I don't have an issue with handling the exception in this case, and hopefully when someone is up to the task of dealing with the range of edge cases throughout this loop implementation, hopefully they can get the ordering of waits right.
msg376108 - (view) Author: Ben Darnell (Ben.Darnell) * Date: 2020-08-30 14:40
I've posted a pull request with a test and fix: https://github.com/python/cpython/pull/22017. It's a more targeted fix than cmeyer's PR (which I didn't even notice until now due to unfamiliarity with the BPO UI)
msg376166 - (view) Author: Yury Selivanov (yselivanov) * (Python committer) Date: 2020-08-31 19:58
New changeset ea5a6363c3f8cc90b7c0cc573922b10f296073b6 by Ben Darnell in branch 'master':
bpo-39010: Fix errors logged on proactor loop restart (#22017)
https://github.com/python/cpython/commit/ea5a6363c3f8cc90b7c0cc573922b10f296073b6
msg376173 - (view) Author: Steve Dower (steve.dower) * (Python committer) Date: 2020-08-31 23:13
Thanks, Ben!
msg376212 - (view) Author: David Bolen (db3l) * Date: 2020-09-01 21:32
I've been seeing failures on the Win10 buildbot 3.x branch that seem to correlate with the timing of this change - could there be some further work needed on Windows?  Or, if it's a test-only artifact and the warnings are innocuous, something to ignore the output during the tests?

Specifically, the following warnings occur during test_asyncio:
   Warning -- threading_cleanup() failed to cleanup 1 threads (count: 1, dangling: 2)
   Warning -- Dangling thread: <_MainThread(MainThread, started 5220)>

See https://buildbot.python.org/all/#/builders/146/builds/23 for the first failing build.
msg376213 - (view) Author: Ben Darnell (Ben.Darnell) * Date: 2020-09-02 02:02
I can confirm that those warnings appear to be coming from the test I added here. I'm not sure how to interpret them, though - what does it mean for the main thread to be dangling?
msg376215 - (view) Author: David Bolen (db3l) * Date: 2020-09-02 03:41
I'm guessing the warning appears odd as we're seeing a thread shutdown data race.  The message is produced by threading_cleanup in support/threading_helper.py, and it appears that between the first and second lines one of the initially dangling threads goes away, so the only one left to be enumerated is the main thread, at which point the function is simply listing all threads currently alive.  But by that point it's just the main thread remaining.

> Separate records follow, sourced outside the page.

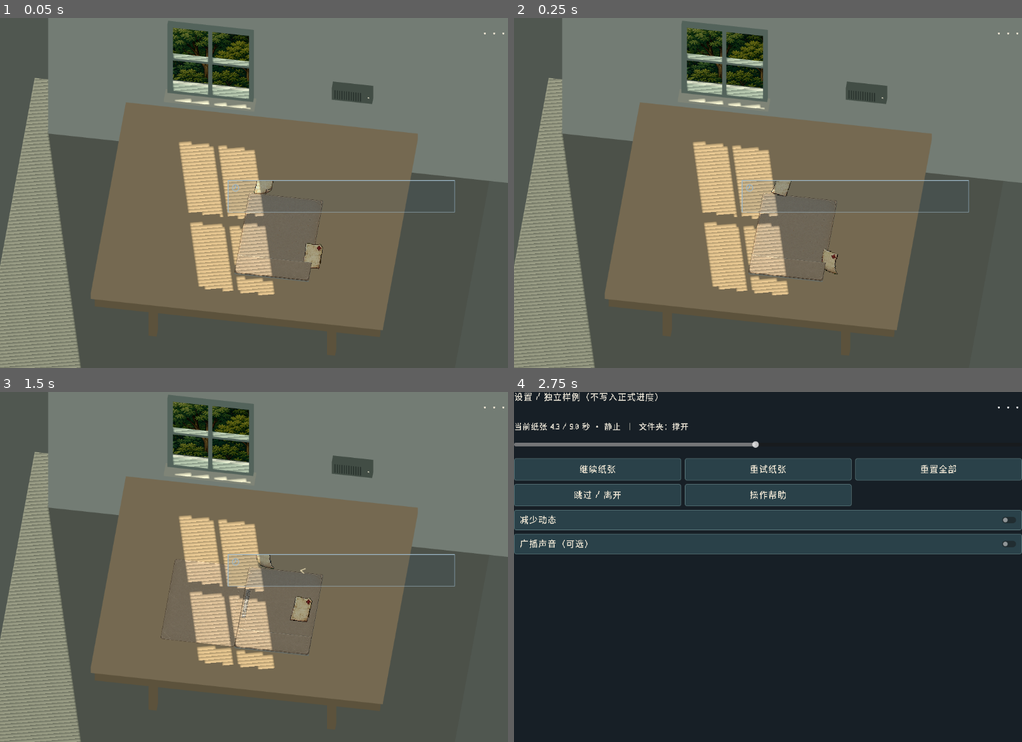
Above: before the commit, frames 1-4 (two rows, left to right).
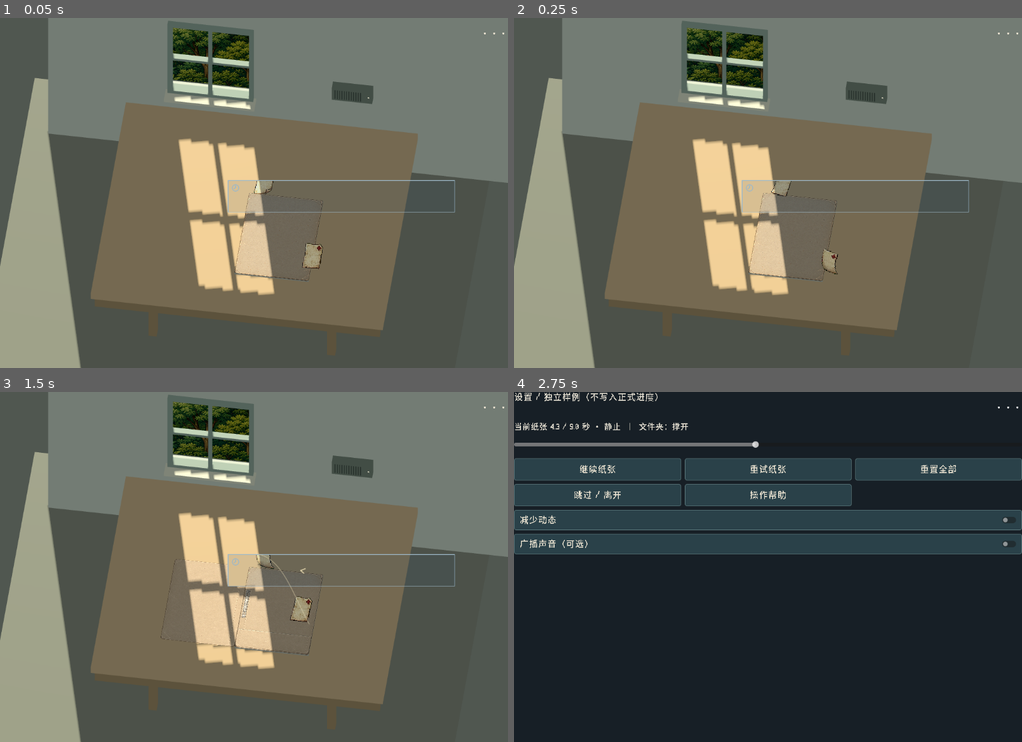
Above: after the commit, the same moments.

Repository: zhu607705-coder/7-55
Game: Godot game, scene res://scenes/paper_rewind.tscn
Same seed, same stepped clock (60 frames per second), same inputs: the game is played once before the commit and once after it.
Inputs (mouse positions are in pixels of both pictures, inside the frame that each line leads up to):
- Up to frame 1 (0.05 s): no input
- Up to frame 2 (0.25 s): no input
- Up to frame 3 (1.5 s): click (279, 612) at 0.5 s; tap Enter at 1.25 s; drag from (335, 651) to (304, 490) at 1.27 s
- Up to frame 4 (2.75 s): click "···" at 2 s

The runs differ from the first frame. In frame 1, 6.9% of the frame differs, in the area x 0-62%, y 10-100%; in frame 2, 6.8%; in frame 3, 6.9%, in the area x 0-61%, y 10-100%; in frame 4, nothing differs.

Commit message:
Correct real shadow bias and folded pocket depth without changing input

Diff:
--- a/godot_native/samples/paper_rewind/scripts/paper_rewind_stage.gd
+++ b/godot_native/samples/paper_rewind/scripts/paper_rewind_stage.gd
@@ -277,6 +277,13 @@
 	return Rect2(preview-Vector2(20,24),Vector2(40,48))
 
 func _draw_grip_preview() -> void:
+	# Projected trajectory stays above the viewport texture, never a second sheet.
+	if paper_grip.held or model.mode == "failed":
+		var path := PackedVector2Array()
+		var start := maxf(0.0,model.time-2.4) if paper_grip.held else 0.0
+		var finish := minf(7.8,model.time+0.45) if paper_grip.held else 7.8
+		for i: int in range(32): path.append(world_to_local(Model.free_position(lerpf(start,finish,i/31.0))))
+		grip_preview.draw_polyline(path,Color(INTERACTION,0.40),1.5,true)
 	if not paper_grip.held or model.paper_collected: return
 	# One small direction cue clears the thumb. No duplicate paper/connector box.
 	var p := thumb_preview_rect().get_center()
--- a/godot_native/samples/paper_rewind/scripts/paper_world_3d.gd
+++ b/godot_native/samples/paper_rewind/scripts/paper_world_3d.gd
@@ -8,6 +8,8 @@
 var sun: DirectionalLight3D
 var stage: Control
 var recorded := false
+var pocket_front: MeshInstance3D
+var pocket_lip: MeshInstance3D
 var cover_hinge: Node3D
 var paper: MeshInstance3D
 var residual: MeshInstance3D
@@ -36,7 +38,7 @@
 	sun=DirectionalLight3D.new(); sun.name="WindowDaylight"
 	sun.light_color=Color("fff0d4"); sun.light_energy=1.05
 	sun.shadow_enabled=true
-	sun.shadow_bias=0.02; sun.shadow_normal_bias=0.1
+	sun.shadow_bias=0.1; sun.shadow_normal_bias=1.0
 	sun.directional_shadow_mode=DirectionalLight3D.SHADOW_ORTHOGONAL
 	sun.directional_shadow_max_distance=35
 	add_child(sun)
@@ -143,9 +145,9 @@
 	_box("FolderBaseThickness",Vector3(r.get_center().x,r.get_center().y,3),Vector3(r.size.x,r.size.y,6),card)
 	_quad("FolderBaseArtwork",stage._plane_quad(r,6.1),_material(Color.WHITE,stage.folder_base),stage.folder_base)
 	var pocket := Rect2(Vector2(r.position.x,r.position.y+r.size.y*stage.folder_pocket_start),Vector2(r.size.x,r.size.y*(1-stage.folder_pocket_start)))
-	_quad("RaisedPocketFront",stage._plane_quad(pocket,12),_material(Color.WHITE,stage.folder_base),stage.folder_base,Rect2(0,stage.folder_pocket_start,1,1-stage.folder_pocket_start))
+	pocket_front=_quad("RaisedPocketFront",stage._plane_quad(pocket,12),_material(Color.WHITE,stage.folder_base),stage.folder_base,Rect2(0,stage.folder_pocket_start,1,1-stage.folder_pocket_start))
 	# Thin folded lip is geometry; the paper is depth-occluded by the actual pocket.
-	_box("PocketFoldThickness",Vector3(pocket.get_center().x,pocket.position.y,11),Vector3(pocket.size.x,1.6,2),card)
+	pocket_lip=_box("PocketFoldThickness",Vector3(pocket.get_center().x,pocket.position.y,11),Vector3(pocket.size.x,1.6,2),card)
 	cover_hinge=Node3D.new(); cover_hinge.name="CoverSpineHinge"; cover_hinge.position=space(Vector3(r.position.x,r.position.y,8)); add_child(cover_hinge)
 	var cover_rect := Rect2(0,0,r.size.x,r.size.y)
 	var front := _material(Color.WHITE,stage.folder_cover)
@@ -158,7 +160,13 @@
 func update_scene() -> void:
 	if not paper: return
 	receiver_material.emission=Color("969b90")*0.05 if stage.broadcast_quiet else Color("eee8cf")*0.35
-	cover_hinge.rotation.z=0.0 if recorded else stage.folder_open_amount*PI
+	var opening: float=0.0 if recorded else stage.folder_open_amount
+	cover_hinge.rotation.z=opening*PI
+	# Closed card pocket is compressed below the cover; opening releases its fold.
+	# Fully open height stays at the approved contact/occlusion plane (12 units).
+	var pocket_height := lerpf(6.4,12.0,smoothstep(0.08,0.48,opening))
+	pocket_front.position.y=(pocket_height-12.0)*UNIT
+	pocket_lip.position.y=(pocket_height-1.0)*UNIT
 	var time: float=stage.history_time if recorded else stage.model.time
 	var point: Vector2=Model.free_position(time) if recorded else stage.model.paper_position()
 	var grounded: bool=not recorded and stage.model.catch_time>=0
--- a/godot_native/samples/paper_rewind/tests/test_paper_history_render.gd
+++ b/godot_native/samples/paper_rewind/tests/test_paper_history_render.gd
@@ -46,10 +46,10 @@
 	var unbounded: Image = await settled_image()
 	check(changes(b,unbounded,bounds).y > 100,"Negative control detects unbounded recorded child drawing")
 	view.stage.history_window.clip_contents = true
-	view.stage.history_window.visible=false
 	view.model.seek(2.5)
 	view.stage.folder_open_amount=0.56
 	view.stage.refresh()
+	view.stage.history_window.visible=false
 	var lit: Image=await settled_image()
 	view.stage.current_world.sun.light_energy=0.0
 	var unlit: Image=await settled_image()
--- a/godot_native/samples/paper_rewind/tests/test_paper_world_3d.gd
+++ b/godot_native/samples/paper_rewind/tests/test_paper_world_3d.gd
@@ -36,6 +36,10 @@
 	check(stage.current_world.paper.material_override.transparency==BaseMaterial3D.TRANSPARENCY_ALPHA_SCISSOR,"Paper alpha silhouette participates in depth and shadows")
 	var arrays: Array=stage.current_world.paper.mesh.surface_get_arrays(0)
 	check(arrays[Mesh.ARRAY_NORMAL][0].dot(Vector3.UP)>0.99,"Paper face normal points above desk after axis swap")
+	stage.folder_open_amount=0; stage.refresh()
+	check(stage.current_world.pocket_front.position.y+0.12<0.087,"Closed pocket fits under the physical cover")
+	stage.folder_open_amount=1; stage.refresh()
+	check(is_zero_approx(stage.current_world.pocket_front.position.y),"Opened pocket retains approved z=12 contact plane")
 	check(stage.current_world.meshes.size()<70,"Mesh count is bounded for the small mobile scene")
 	print("PAPER_WORLD_3D checks=%d failures=%d actual_render=false"%[checks,failures])
 	view.queue_free(); await process_frame
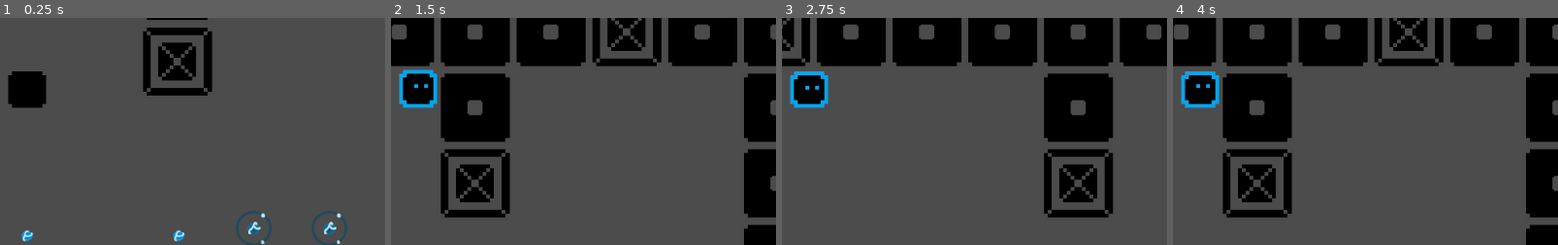
Above: before the commit, frames 1-4 (left to right).
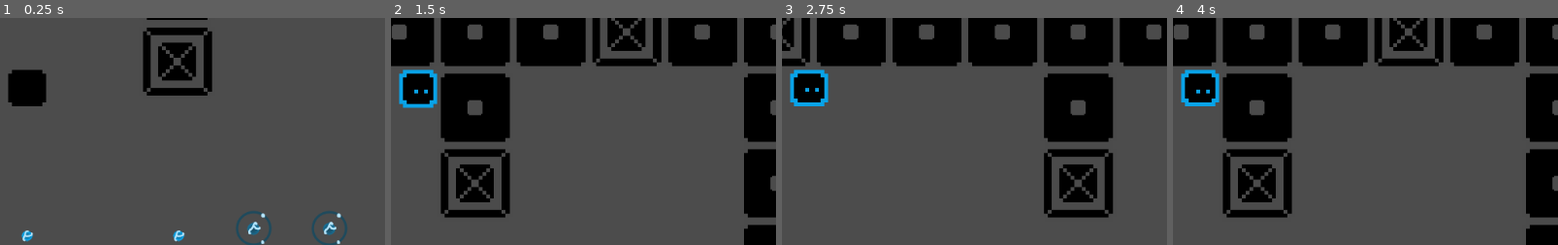
Above: after the commit, the same moments.

Repository: Dadard29/TileStory
Game: Godot game, scene res://scenes/Main.tscn
Two runs of this game, one before a commit and one after it. Both use one fixed random seed, a clock stepped at 60 frames per second and the inputs below.
Inputs:
- Up to frame 1 (0.25 s): no input
- Up to frame 2 (1.5 s): tap Enter (ui_accept) at 0.5, 0.77, 1.25 s; hold Right (ui_right) from 0.53 s (still down)
- Up to frame 3 (2.75 s): tap Enter (ui_accept) at 1.52, 2 s; release Right (ui_right) at 2.03 s; hold Left (ui_left) from 2.03 s (still down)
- Up to frame 4 (4 s): release Left (ui_left) at 2.78 s; hold Right (ui_right) from 2.78 s (still down); tap Enter (ui_accept) at 3.02, 3.77 s
The pictures show only the part of the screen within x 46-96%, y 34-84%; the shares and areas given below are measured in that part.

The runs differ from the first frame. In frame 1, 0.2% of the frame differs, in the area x 2-13%, y 22-40%; in frame 2, less than 0.1%; in frame 3, 0.4%; in frame 4, 0.4%.

Commit message:
added animation flip

Diff:
--- a/scripts/nodes/PlayerAnimations.gd
+++ b/scripts/nodes/PlayerAnimations.gd
@@ -1,9 +1,12 @@
 extends AnimatedSprite
+
+const ORIENT_T = preload("res://scripts/classes/OrientationsType.gd").ORIENT_TYPE
 
 const _ANIMATION_IDLE = "idle"
 const _ANIMATION_MOVE_RIGHT = "move_right"
 
 var _moving: bool = false
+var _is_inverted: bool = false
 
 func _ready():
 	pass
@@ -13,11 +16,11 @@
 
 func _move_left():
 	self.play(_ANIMATION_MOVE_RIGHT)
-	self.set_flip_h(true)
+	self.set_flip_h(not self._is_inverted)
 
 func _move_right():
 	self.play(_ANIMATION_MOVE_RIGHT)
-	self.set_flip_h(false)
+	self.set_flip_h(self._is_inverted)
 
 func set_moving_animation(is_moving: bool, is_moving_left: bool, is_moving_right: bool):
 	var _moving_previous = _moving
@@ -33,3 +36,24 @@
 
 		else:
 			self._idle()
+
+func set_orient_type(orient_type):
+	if orient_type == ORIENT_T.UP:
+		self.set_flip_v(false)
+		self.set_rotation_degrees(0)
+		self._is_inverted = false
+
+	elif orient_type == ORIENT_T.DOWN:
+		self.set_flip_v(true)
+		self.set_rotation_degrees(0)
+		self._is_inverted = false
+
+	elif orient_type == ORIENT_T.RIGHT:
+		self.set_flip_v(false)
+		self.set_rotation_degrees(90)
+		self._is_inverted = false
+
+	elif orient_type == ORIENT_T.LEFT:
+		self.set_flip_v(false)
+		self.set_rotation_degrees(270)
+		self._is_inverted = true
--- a/scripts/nodes/PlayerKinematic.gd
+++ b/scripts/nodes/PlayerKinematic.gd
@@ -35,6 +35,8 @@
 		DEFAULT_ORIENT_TYPE
 	)
 
+	self.anim.set_orient_type(DEFAULT_ORIENT_TYPE)
+
 func manage_gravity_switch():
 	if self.velocity.is_falling_with_max_speed(_velocity, is_on_floor(), 200, 600):
 		if self._modulate_set == false:
@@ -53,6 +55,7 @@
 		if new_orient_type != self.direction._type:
 			self.velocity.set_orient_type(new_orient_type)
 			self.direction.set_orient_type(new_orient_type)
+			self.anim.set_orient_type(new_orient_type)
 
 	else:
 		if self._modulate_set == true:
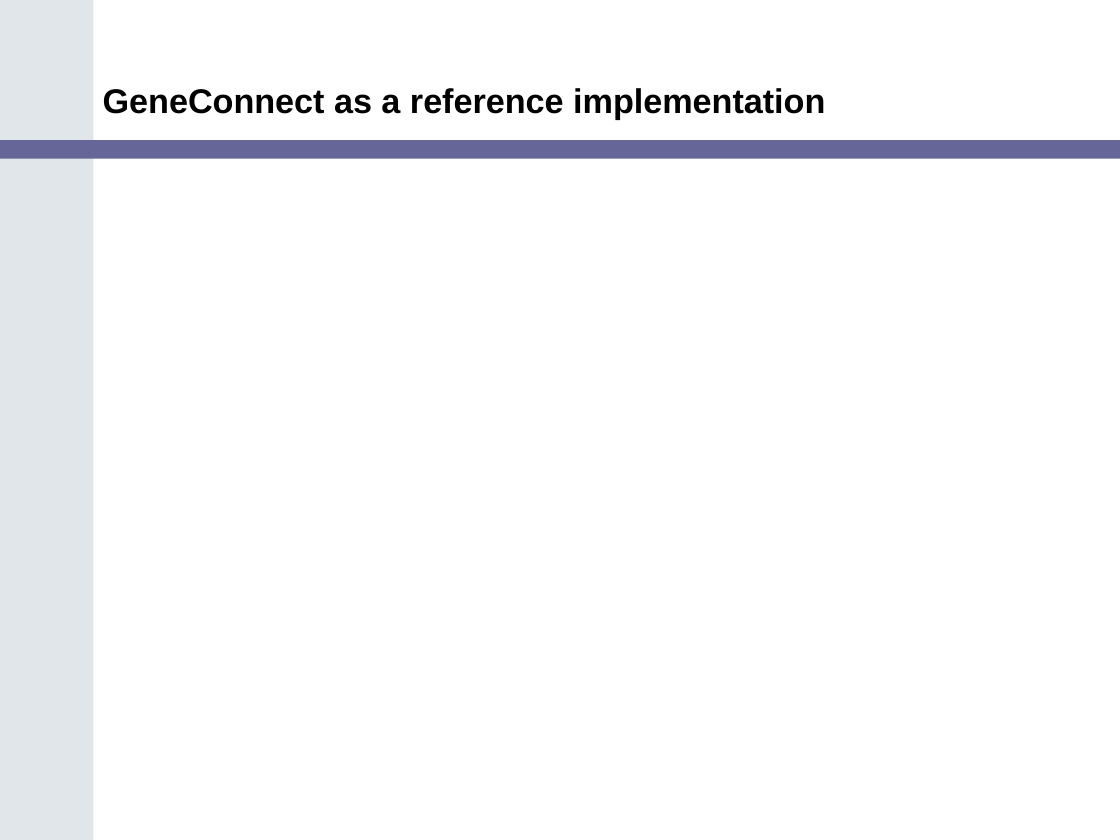
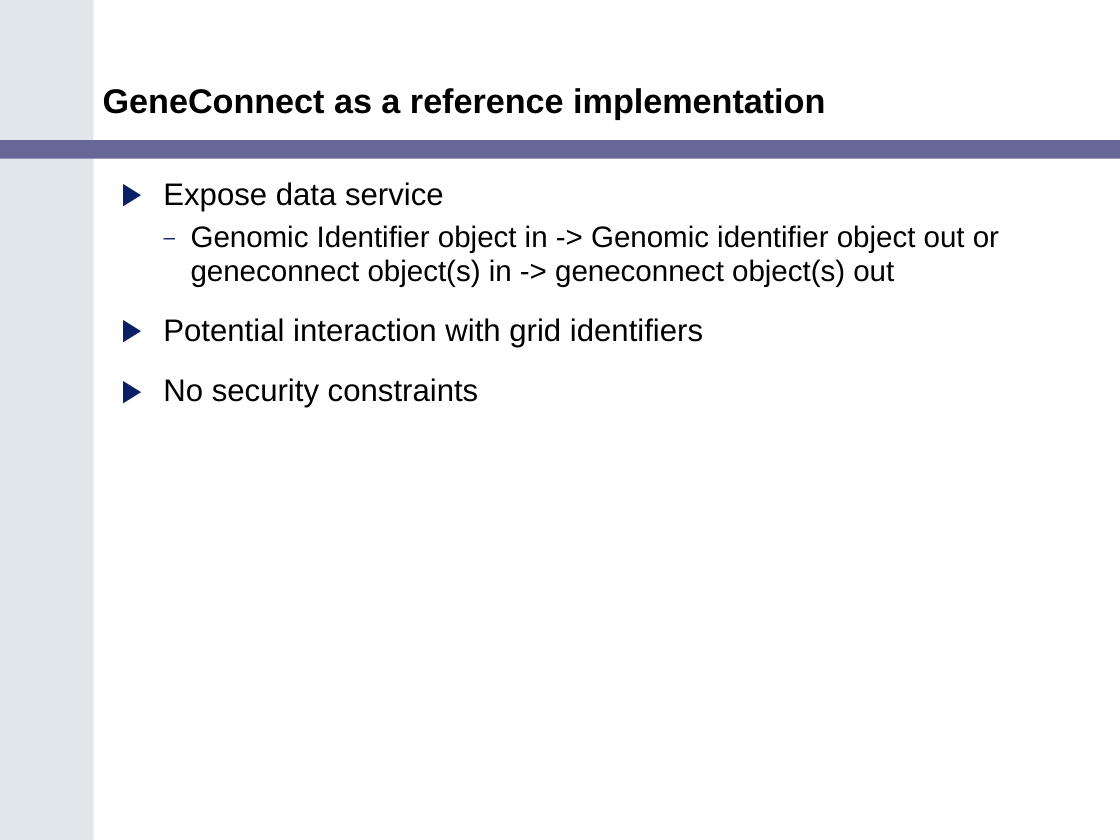
Before and after one commit to NCIP/cagrid-portal, a slide deck: slide 17 of cagrid-1-0/Documentation/presentations/200607_VCDE_ARCH/Ref_Impl_Arch_VCDE_2006_07.ppt. Drawn at 1120x840 pixels with LibreOffice and Linux fonts; fonts in the diff are those of the drawing; background and template pictures are left out. Boxes give left, top, right and bottom in pixels: in the first picture for what was removed or moved away, otherwise in the second. Text is boxed around its words. In the diff, an @@ line names an element or a change of style, - is before the commit and + after.

```diff
--- a/cagrid-1-0/Documentation/presentations/200607_VCDE_ARCH/Ref_Impl_Arch_VCDE_2006_07.ppt
+++ b/cagrid-1-0/Documentation/presentations/200607_VCDE_ARCH/Ref_Impl_Arch_VCDE_2006_07.ppt
@@ text added at [163, 182, 999, 408], 19 pt, text #000000 @@
+▶ Expose data service
+  – Genomic Identifier object in -> Genomic identifier object out or
+    geneconnect object(s) in -> geneconnect object(s) out
+▶ Potential interaction with grid identifiers
+▶ No security constraints
```
Also in this commit, not shown: 7 other slides changed, 7 slides added, 5 slides removed.

I notice in the test that you have a comment about needing to wait for f to complete or you get a warning about thread not shutting down cleanly.  Was that a similar warning?  The run_until_complete(f) line seems to have no effect on the buildbot.

If I added a small sleep at the end of the test the warnings go away on the buildbot.  The buildbot is a fairly fast machine, so perhaps the test just needs to wait somehow for the event loop to fully shut down or something.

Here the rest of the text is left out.